FYI.

This story is over 5 years old.

News

Google is splitting up search and shopping to avoid huge fines in Europe

Google will partition off its price-comparison service, Google Shopping, from its search advertising business, in a bid to appease EU regulators and avoid potential tens of millions in fines.

The tech giant will create a separate unit for Google Shopping, requiring it to bid against competitors for Google search ads. The proposed changes would only affect Google search results in Europe. The news was first reported by Bloomberg, and was confirmed independently to VICE News by a source familiar with the matter.

Advertisement

In June, Google was fined a record $2.7 billion for abusing its dominant position in the market and illegally favoring its own shopping services over rivals. The EU gave Google 90 days to change the way it operates and level the playing field for all comparison websites.

The remedy that Google is putting forward — effectively having its Shopping unit bid via auction against other ad buyers that aren’t owned by Google — has faced intense scrutiny from regulators in the past; competitors instead want Google to completely break apart its search and price comparison businesses into separate companies.

READ: Meet the woman behind Google’s $2.7 billion fine

The deadline was coming Thursday: If Google didn’t change its practices, it would face additional daily fines equal to 5 percent of its parent company Alphabet’s global daily revenue, or about $12 million a day. Google disagreed with the commission’s decision at the time and officially appealed it earlier this month.

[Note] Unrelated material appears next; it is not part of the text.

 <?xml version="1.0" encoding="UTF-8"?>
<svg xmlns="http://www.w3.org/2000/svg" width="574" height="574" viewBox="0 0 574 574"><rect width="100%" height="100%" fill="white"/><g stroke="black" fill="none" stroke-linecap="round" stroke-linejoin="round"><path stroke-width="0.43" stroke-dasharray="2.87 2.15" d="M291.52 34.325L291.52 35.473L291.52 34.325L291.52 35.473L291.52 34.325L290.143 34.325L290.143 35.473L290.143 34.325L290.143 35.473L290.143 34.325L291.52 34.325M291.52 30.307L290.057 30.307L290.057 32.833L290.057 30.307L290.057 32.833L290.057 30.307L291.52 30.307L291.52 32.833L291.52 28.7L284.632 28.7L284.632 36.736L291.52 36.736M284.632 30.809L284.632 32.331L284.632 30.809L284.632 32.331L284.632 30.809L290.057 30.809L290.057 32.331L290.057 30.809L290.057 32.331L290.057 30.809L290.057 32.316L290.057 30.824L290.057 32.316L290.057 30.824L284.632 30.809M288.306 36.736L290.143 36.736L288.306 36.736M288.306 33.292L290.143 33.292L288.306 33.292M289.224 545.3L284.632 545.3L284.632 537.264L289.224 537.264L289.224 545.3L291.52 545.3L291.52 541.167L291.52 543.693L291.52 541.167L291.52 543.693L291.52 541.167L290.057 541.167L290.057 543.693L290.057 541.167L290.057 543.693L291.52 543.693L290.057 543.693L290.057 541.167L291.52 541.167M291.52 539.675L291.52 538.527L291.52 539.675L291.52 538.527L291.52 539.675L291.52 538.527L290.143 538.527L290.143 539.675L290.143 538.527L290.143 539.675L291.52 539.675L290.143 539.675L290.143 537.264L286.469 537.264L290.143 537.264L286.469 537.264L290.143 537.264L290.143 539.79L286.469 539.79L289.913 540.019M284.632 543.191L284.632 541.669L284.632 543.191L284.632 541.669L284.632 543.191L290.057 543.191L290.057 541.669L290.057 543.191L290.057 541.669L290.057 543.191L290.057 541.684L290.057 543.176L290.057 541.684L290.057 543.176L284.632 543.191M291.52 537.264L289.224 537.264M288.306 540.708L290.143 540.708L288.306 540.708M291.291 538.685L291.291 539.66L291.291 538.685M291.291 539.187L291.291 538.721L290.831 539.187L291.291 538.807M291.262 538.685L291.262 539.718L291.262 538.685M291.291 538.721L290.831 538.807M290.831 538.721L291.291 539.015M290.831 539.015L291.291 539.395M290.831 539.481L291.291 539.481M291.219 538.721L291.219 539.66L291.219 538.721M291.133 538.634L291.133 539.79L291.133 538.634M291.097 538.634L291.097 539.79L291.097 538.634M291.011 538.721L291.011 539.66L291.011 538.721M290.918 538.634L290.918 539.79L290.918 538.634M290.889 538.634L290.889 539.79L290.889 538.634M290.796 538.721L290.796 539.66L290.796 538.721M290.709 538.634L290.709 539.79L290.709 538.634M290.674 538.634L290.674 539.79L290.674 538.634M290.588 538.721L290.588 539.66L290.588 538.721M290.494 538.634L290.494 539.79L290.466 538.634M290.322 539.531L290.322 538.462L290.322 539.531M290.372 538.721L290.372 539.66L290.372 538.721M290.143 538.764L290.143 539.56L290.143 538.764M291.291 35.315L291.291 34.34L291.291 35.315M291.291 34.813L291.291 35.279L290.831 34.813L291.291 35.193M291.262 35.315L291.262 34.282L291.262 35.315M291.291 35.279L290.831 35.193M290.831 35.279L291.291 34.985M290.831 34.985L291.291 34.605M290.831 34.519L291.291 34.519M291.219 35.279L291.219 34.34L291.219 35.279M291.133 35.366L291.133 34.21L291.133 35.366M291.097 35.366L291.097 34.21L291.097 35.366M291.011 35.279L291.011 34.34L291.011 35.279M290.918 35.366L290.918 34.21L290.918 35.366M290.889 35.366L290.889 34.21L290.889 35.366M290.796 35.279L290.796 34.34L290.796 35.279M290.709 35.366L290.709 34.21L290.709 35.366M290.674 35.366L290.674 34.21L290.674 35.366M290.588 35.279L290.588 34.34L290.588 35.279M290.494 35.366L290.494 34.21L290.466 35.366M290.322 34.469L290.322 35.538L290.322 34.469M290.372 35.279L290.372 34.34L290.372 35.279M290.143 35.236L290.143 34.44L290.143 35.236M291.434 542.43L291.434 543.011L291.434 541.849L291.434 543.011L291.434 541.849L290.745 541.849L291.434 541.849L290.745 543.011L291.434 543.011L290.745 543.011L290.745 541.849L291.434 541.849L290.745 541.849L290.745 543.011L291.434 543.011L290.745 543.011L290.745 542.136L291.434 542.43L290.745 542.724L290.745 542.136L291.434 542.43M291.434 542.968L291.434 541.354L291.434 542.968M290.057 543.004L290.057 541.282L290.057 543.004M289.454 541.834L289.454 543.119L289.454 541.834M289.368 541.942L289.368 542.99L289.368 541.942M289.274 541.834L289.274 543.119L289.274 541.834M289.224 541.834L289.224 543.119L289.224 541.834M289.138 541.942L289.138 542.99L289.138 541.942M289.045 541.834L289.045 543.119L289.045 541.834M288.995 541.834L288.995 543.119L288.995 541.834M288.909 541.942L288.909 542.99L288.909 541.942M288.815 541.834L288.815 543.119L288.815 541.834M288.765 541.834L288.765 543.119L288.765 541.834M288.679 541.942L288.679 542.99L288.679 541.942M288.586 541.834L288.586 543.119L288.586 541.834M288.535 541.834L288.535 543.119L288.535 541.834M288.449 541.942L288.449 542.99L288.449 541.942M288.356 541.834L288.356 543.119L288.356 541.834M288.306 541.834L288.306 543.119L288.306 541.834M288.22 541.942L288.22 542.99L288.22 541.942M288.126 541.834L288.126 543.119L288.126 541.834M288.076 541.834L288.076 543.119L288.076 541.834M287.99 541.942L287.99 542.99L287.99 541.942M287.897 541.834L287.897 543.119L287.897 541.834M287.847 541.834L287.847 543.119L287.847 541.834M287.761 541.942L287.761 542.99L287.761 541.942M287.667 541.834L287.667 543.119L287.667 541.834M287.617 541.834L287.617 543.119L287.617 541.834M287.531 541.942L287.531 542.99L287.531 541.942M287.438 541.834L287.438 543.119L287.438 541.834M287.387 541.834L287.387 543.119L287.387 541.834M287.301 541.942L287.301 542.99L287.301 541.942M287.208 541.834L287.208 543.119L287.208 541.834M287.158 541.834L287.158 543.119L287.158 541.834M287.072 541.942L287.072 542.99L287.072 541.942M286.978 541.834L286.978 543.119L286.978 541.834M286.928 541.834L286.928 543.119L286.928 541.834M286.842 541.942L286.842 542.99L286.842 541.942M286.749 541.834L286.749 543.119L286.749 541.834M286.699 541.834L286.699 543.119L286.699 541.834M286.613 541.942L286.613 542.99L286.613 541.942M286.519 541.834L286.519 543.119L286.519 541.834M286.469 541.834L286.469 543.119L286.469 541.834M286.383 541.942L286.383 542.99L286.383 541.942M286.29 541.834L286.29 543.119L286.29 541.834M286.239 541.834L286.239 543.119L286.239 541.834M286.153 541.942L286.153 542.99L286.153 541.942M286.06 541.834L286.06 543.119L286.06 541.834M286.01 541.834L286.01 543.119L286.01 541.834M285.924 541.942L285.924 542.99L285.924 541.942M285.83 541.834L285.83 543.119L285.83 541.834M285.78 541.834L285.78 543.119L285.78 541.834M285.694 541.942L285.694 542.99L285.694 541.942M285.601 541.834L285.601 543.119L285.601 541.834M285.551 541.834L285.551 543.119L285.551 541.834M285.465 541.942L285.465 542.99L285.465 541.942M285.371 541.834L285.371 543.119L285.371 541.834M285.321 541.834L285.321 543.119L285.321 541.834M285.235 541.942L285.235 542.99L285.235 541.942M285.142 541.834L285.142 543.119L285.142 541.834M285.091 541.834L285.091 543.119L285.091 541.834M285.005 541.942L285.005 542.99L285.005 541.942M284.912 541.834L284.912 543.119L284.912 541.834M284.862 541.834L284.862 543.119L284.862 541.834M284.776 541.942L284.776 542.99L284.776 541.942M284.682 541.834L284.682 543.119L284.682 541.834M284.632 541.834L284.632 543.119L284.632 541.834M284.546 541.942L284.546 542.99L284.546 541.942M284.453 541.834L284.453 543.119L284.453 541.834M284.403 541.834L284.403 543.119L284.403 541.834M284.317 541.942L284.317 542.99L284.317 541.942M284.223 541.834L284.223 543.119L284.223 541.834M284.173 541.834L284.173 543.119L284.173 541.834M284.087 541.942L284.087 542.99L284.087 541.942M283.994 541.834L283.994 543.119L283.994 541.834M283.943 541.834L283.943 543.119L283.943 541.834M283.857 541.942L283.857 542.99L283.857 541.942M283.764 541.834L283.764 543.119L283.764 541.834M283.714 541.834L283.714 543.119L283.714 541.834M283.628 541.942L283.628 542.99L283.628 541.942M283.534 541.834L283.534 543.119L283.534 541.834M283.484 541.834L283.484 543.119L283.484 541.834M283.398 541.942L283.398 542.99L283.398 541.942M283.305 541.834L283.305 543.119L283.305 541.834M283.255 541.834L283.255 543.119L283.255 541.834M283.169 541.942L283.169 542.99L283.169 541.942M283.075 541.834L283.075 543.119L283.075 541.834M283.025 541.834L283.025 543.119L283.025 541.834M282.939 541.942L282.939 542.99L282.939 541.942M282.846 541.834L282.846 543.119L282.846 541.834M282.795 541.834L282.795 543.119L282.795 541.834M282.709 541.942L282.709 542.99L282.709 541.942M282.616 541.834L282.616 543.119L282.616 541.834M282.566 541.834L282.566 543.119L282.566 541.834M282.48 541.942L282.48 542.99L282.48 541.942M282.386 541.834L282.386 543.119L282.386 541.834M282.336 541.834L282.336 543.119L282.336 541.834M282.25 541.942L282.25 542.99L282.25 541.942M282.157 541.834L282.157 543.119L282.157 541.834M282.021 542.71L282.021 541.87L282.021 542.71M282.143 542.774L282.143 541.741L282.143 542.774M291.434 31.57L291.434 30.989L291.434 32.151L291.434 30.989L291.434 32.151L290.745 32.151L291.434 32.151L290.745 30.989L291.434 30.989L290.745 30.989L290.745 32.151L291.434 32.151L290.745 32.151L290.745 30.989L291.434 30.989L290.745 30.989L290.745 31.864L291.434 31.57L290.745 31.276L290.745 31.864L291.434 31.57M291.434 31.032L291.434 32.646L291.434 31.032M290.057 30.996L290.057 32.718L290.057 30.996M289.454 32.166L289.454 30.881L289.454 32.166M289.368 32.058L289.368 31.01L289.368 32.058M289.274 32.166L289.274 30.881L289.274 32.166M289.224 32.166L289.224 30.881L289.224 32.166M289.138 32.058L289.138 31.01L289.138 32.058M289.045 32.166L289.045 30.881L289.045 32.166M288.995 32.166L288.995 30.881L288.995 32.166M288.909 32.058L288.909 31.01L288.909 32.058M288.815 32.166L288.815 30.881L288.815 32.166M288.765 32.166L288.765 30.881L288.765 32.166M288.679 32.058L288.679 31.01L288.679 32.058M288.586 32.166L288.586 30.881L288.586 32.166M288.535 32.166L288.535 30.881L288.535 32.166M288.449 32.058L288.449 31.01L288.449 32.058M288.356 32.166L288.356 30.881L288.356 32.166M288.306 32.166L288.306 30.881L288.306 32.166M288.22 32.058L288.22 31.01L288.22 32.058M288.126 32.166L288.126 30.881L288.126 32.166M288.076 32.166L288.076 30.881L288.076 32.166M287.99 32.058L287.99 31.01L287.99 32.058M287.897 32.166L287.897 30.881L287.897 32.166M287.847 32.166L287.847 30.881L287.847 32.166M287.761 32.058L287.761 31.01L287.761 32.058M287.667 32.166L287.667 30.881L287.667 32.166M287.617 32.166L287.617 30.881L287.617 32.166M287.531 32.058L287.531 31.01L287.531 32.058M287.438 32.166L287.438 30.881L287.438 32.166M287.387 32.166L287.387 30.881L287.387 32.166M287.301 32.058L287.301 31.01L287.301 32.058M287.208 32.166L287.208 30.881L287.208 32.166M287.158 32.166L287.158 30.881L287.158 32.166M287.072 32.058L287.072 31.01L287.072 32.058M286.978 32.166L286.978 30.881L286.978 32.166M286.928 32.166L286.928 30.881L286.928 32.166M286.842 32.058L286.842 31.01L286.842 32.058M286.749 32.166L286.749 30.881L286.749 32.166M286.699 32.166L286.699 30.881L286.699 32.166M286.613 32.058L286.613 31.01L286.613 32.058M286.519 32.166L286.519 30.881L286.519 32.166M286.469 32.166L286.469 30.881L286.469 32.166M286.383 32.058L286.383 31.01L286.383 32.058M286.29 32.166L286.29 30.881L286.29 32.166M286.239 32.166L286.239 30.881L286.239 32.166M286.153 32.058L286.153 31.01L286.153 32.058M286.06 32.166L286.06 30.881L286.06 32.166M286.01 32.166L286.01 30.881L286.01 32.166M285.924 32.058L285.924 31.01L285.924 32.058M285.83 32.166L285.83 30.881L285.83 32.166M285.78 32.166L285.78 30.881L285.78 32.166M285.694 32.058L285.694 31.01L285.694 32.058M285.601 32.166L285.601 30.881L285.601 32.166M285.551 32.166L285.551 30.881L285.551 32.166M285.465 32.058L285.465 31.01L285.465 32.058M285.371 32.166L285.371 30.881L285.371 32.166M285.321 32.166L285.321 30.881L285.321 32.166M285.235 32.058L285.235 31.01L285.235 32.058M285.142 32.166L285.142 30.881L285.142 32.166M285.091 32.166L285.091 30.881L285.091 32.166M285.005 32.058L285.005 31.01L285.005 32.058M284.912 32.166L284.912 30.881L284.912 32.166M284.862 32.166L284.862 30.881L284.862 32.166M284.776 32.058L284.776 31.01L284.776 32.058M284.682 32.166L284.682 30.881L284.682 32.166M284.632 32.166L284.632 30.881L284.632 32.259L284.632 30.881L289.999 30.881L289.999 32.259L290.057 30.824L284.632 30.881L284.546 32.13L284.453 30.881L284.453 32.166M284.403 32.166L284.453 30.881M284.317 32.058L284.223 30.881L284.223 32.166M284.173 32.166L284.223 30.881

“What Google has done is illegal under EU antitrust rules,” Europe’s competition commissioner, Margrethe Vestager, said at the time. “It denied other companies the chance to compete on the merits and to innovate. And most importantly, it denied European consumers a genuine choice of services and the full benefits of innovation.”

At the end of August, the European Commission confirmed it had received Google’s proposals for amending its practices to comply with the region’s rules but did not disclose what measures it was suggesting.

Advertisement

“It is Google’s sole responsibility to ensure compliance with the Commission’s antitrust decision,” the European Commission said in a statement to VICE News. “The Commission’s role is to monitor Google’s compliance.”

This tracks with what Vestager said in an interview last week, that the commission’s job is not to “approve” how Google tries to comply with the fine. Instead, if Google competitors “are unhappy” and Google’s proposed fix “doesn’t work, then we will start investigating” — with the possibility of back-dating fines.

Google’s competitors, meanwhile, have expressed dismay at the kind of solution that Google is readying.

“We will reserve final judgement until we have seen the details of Google’s proposal, but it is difficult to imagine how Google could devise an auction mechanism that would not inflict significant additional consumer harm,” wrote the co-creators of Foundem, a European shopping site whose 2009 complaint helped lead to the fine issued earlier this year, on Sept. 18.

Google declined to comment on the Bloomberg report, and Commission spokesperson Yizhou Ren said that “we do not comment on such rumors in the press.”